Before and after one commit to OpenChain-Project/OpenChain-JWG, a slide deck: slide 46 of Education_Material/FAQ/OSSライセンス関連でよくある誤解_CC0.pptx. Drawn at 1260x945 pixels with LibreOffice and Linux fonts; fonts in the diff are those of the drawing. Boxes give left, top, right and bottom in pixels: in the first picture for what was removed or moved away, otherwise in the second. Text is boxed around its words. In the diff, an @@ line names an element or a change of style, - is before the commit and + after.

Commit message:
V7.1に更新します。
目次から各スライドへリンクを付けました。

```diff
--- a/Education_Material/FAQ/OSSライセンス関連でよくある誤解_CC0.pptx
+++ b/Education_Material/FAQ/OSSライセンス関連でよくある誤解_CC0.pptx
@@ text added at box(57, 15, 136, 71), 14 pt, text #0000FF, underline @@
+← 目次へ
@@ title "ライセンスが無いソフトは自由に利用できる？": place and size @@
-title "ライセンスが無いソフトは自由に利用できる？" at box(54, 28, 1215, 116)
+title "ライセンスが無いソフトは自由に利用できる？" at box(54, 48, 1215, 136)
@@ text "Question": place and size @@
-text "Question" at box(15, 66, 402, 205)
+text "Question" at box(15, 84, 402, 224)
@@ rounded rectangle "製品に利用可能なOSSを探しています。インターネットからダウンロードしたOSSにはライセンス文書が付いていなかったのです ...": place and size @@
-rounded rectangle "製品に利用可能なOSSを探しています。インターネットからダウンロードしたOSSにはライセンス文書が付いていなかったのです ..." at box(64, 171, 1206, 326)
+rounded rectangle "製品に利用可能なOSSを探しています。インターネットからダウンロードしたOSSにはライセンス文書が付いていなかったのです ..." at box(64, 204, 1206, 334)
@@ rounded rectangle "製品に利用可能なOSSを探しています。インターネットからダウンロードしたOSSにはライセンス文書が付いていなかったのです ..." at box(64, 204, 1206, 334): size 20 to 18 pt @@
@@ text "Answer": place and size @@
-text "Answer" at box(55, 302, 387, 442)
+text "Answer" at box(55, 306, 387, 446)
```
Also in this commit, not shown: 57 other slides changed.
•••
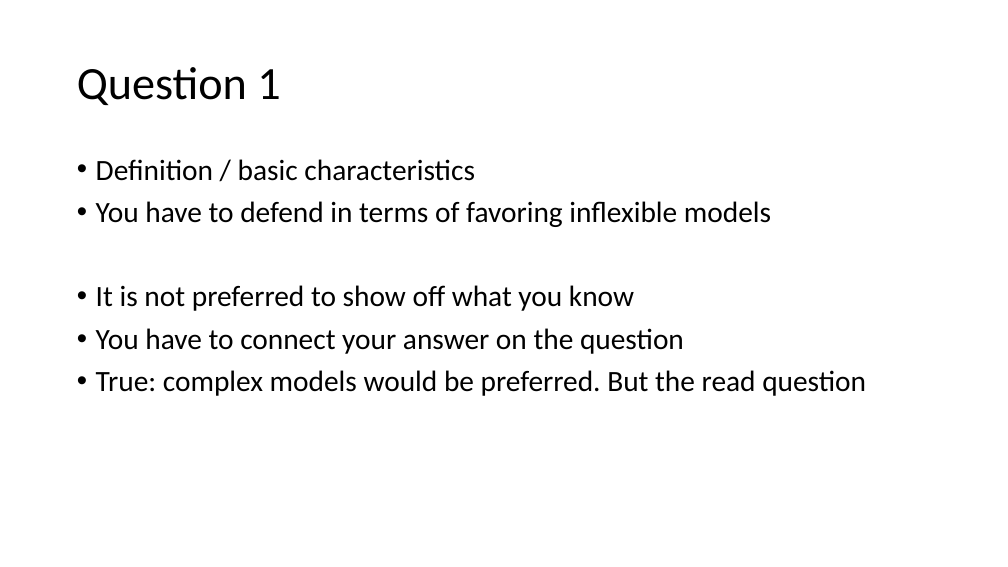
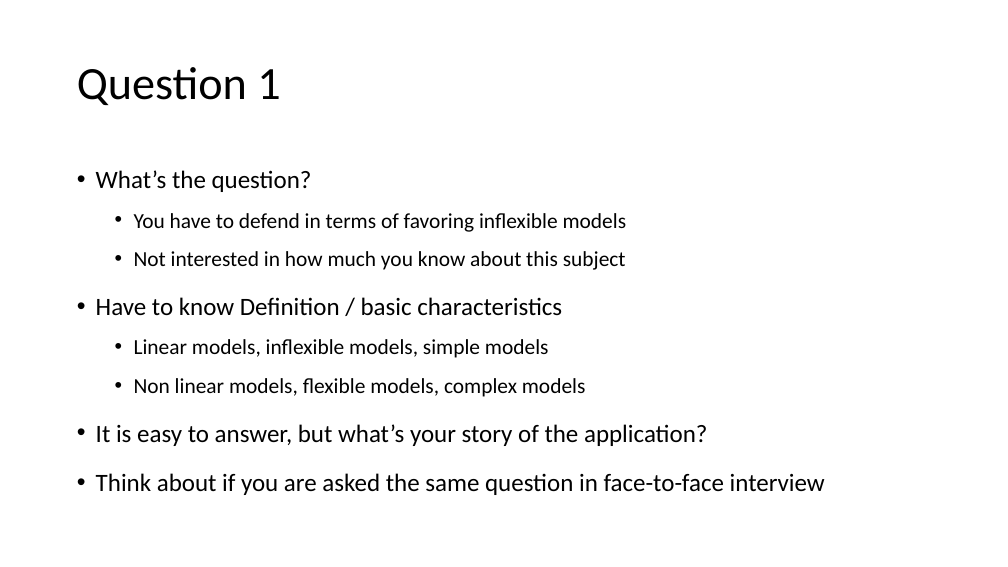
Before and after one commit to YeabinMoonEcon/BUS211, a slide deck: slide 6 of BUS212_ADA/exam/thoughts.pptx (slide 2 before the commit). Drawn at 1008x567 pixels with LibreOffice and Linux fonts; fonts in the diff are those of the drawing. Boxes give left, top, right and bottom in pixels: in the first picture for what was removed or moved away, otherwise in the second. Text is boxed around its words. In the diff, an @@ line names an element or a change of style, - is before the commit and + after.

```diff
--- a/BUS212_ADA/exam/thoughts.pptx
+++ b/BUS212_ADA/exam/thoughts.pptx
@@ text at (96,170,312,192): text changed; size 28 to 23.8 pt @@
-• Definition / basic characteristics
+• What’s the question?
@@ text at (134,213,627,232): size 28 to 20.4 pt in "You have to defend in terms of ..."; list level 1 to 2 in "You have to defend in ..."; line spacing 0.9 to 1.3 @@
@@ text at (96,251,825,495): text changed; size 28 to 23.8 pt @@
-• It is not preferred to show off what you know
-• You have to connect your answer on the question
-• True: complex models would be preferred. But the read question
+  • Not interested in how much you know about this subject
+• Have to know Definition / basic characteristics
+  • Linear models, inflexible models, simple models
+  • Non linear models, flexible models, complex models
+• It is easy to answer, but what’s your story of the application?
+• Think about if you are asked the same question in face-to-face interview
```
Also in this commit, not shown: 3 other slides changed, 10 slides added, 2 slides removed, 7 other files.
•••
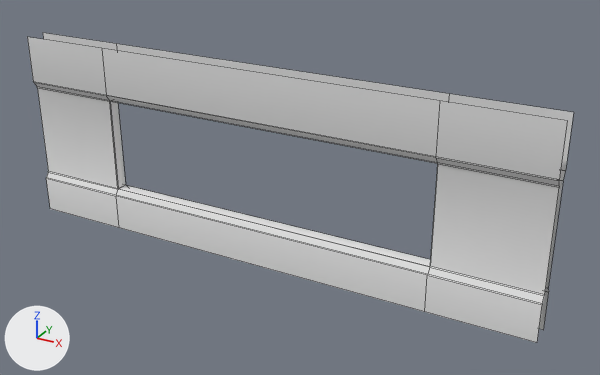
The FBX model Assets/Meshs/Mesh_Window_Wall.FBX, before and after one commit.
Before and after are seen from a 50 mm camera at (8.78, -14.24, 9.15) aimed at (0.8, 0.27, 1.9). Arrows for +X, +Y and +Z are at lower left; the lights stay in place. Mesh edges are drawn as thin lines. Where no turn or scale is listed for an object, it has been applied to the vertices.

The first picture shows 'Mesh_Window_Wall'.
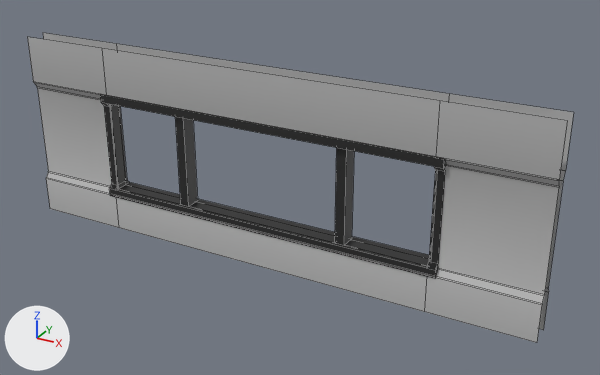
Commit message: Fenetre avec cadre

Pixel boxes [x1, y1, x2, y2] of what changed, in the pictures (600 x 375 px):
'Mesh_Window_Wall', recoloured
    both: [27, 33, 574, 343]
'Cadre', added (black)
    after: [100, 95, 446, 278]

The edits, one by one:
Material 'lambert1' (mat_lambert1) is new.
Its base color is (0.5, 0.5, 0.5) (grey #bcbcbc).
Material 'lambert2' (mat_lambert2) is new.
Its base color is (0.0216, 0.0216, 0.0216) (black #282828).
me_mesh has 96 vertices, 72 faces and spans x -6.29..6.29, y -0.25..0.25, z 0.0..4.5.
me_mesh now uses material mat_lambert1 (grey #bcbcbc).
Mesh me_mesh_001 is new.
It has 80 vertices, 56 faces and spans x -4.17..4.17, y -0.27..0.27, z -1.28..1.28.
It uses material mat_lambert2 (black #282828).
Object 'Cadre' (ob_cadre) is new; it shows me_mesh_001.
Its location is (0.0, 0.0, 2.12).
•••
◆ Exercise goal: Using the entries above, return exactly the lines from the line with "Its base color is (0.0216, 0.0216, 0.0216)" to the line with "Its location is (0.0, 0.0, 2.12).", counting both of those lines.

◆ The completed task:
Its base color is (0.0216, 0.0216, 0.0216) (black #282828).
me_mesh has 96 vertices, 72 faces and spans x -6.29..6.29, y -0.25..0.25, z 0.0..4.5.
me_mesh now uses material mat_lambert1 (grey #bcbcbc).
Mesh me_mesh_001 is new.
It has 80 vertices, 56 faces and spans x -4.17..4.17, y -0.27..0.27, z -1.28..1.28.
It uses material mat_lambert2 (black #282828).
Object 'Cadre' (ob_cadre) is new; it shows me_mesh_001.
Its location is (0.0, 0.0, 2.12).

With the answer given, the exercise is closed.